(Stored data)
== Segment start ==

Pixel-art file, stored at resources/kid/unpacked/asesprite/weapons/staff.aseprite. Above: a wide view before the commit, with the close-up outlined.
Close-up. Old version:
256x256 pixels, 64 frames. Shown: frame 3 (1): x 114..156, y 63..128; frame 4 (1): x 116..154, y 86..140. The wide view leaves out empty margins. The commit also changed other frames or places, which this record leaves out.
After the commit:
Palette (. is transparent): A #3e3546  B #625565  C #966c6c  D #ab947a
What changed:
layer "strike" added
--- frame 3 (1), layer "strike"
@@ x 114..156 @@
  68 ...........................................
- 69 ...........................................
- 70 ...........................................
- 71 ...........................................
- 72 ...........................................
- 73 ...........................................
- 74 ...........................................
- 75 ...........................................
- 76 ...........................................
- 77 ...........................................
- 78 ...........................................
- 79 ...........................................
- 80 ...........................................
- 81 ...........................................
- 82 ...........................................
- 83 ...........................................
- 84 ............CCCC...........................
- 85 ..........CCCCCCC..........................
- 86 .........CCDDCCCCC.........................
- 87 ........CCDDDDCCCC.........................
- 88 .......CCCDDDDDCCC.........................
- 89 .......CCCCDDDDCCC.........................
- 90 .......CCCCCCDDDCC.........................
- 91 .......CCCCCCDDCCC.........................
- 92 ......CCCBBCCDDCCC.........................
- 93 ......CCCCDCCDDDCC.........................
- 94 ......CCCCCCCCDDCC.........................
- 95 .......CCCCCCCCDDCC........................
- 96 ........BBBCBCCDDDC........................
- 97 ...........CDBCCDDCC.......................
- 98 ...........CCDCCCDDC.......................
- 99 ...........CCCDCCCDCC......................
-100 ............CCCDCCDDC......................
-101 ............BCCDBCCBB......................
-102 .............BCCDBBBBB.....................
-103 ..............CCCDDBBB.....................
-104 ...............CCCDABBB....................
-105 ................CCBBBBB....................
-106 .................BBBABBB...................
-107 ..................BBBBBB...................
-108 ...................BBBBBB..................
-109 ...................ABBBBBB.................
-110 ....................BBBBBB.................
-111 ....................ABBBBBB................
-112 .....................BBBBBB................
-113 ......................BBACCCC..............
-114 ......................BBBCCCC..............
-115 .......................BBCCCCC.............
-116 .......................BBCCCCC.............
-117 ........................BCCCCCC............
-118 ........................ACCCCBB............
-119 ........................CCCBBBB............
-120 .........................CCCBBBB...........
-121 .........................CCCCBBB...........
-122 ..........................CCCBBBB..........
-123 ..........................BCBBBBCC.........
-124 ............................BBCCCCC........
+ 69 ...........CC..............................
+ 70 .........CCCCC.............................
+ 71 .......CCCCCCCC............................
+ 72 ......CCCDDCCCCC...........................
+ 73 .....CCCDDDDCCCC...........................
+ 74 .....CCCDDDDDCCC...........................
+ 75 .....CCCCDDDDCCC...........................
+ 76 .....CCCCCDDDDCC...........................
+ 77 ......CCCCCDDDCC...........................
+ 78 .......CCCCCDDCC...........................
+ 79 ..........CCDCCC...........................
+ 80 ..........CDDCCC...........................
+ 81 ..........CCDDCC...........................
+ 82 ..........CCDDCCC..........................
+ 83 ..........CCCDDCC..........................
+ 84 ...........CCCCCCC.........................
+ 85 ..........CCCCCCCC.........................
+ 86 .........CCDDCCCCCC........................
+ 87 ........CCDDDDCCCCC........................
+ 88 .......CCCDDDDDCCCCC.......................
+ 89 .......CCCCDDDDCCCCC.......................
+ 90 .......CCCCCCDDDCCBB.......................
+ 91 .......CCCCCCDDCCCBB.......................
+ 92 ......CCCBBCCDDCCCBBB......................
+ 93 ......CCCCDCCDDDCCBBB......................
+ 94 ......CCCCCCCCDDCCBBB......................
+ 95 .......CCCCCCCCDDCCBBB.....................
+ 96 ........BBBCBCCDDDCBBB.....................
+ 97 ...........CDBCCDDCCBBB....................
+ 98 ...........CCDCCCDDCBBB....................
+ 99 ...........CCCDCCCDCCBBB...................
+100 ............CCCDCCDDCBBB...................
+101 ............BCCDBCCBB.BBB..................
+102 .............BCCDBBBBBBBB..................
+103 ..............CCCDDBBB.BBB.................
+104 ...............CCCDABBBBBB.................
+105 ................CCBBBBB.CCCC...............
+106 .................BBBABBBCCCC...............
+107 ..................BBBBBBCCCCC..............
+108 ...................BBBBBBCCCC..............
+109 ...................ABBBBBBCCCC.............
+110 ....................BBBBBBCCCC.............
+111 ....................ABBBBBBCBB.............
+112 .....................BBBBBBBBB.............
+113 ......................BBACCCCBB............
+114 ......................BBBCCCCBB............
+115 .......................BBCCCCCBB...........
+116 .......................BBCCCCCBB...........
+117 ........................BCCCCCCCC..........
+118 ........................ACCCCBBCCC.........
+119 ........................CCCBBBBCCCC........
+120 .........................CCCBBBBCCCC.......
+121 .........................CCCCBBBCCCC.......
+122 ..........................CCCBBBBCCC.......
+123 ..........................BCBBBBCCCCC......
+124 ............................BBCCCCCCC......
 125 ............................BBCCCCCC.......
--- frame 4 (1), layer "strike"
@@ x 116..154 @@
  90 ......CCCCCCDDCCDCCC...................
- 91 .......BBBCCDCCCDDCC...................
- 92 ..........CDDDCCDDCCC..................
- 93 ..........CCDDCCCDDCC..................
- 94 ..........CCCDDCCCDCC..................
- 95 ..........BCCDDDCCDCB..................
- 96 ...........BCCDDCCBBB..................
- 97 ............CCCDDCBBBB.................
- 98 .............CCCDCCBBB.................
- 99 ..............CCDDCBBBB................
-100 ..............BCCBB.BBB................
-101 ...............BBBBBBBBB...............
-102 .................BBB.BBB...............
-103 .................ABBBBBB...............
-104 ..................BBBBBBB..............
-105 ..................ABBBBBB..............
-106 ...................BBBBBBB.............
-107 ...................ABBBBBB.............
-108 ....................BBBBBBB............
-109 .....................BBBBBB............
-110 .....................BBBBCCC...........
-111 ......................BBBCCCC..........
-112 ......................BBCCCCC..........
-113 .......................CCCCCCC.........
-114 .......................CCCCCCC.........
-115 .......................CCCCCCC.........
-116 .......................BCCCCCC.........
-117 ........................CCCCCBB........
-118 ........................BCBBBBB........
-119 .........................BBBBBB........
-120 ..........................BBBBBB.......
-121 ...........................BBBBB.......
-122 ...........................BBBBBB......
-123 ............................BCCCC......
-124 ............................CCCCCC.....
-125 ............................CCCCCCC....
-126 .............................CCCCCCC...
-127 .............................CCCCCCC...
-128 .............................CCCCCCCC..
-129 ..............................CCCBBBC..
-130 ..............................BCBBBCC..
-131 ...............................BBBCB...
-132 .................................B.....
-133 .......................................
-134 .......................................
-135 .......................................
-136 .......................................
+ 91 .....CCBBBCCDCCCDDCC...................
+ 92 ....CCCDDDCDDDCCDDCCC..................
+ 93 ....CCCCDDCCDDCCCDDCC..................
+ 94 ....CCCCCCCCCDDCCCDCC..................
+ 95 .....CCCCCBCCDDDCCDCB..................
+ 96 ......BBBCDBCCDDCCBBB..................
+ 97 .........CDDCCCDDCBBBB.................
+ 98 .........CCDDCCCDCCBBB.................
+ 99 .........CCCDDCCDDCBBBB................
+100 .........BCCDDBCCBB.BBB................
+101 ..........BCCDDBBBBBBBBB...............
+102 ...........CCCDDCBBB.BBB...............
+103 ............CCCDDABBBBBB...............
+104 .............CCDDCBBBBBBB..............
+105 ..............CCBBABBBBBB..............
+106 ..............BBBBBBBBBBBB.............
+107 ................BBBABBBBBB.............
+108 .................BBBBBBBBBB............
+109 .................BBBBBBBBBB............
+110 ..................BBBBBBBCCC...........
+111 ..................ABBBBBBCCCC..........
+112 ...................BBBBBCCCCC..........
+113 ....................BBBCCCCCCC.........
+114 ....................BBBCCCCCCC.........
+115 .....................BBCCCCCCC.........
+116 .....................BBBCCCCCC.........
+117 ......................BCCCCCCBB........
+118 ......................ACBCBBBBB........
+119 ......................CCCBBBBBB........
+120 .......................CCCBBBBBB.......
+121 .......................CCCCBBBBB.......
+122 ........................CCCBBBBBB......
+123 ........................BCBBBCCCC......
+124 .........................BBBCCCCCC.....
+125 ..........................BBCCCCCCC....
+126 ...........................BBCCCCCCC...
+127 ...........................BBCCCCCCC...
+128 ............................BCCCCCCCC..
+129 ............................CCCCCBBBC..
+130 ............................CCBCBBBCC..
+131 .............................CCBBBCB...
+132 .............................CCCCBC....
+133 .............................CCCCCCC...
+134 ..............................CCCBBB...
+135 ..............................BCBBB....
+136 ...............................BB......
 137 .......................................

== Segment end ==

Track down every line in the entries that includes the string "strike", and copy it.

layer "strike" added
--- frame 3 (1), layer "strike"
--- frame 4 (1), layer "strike"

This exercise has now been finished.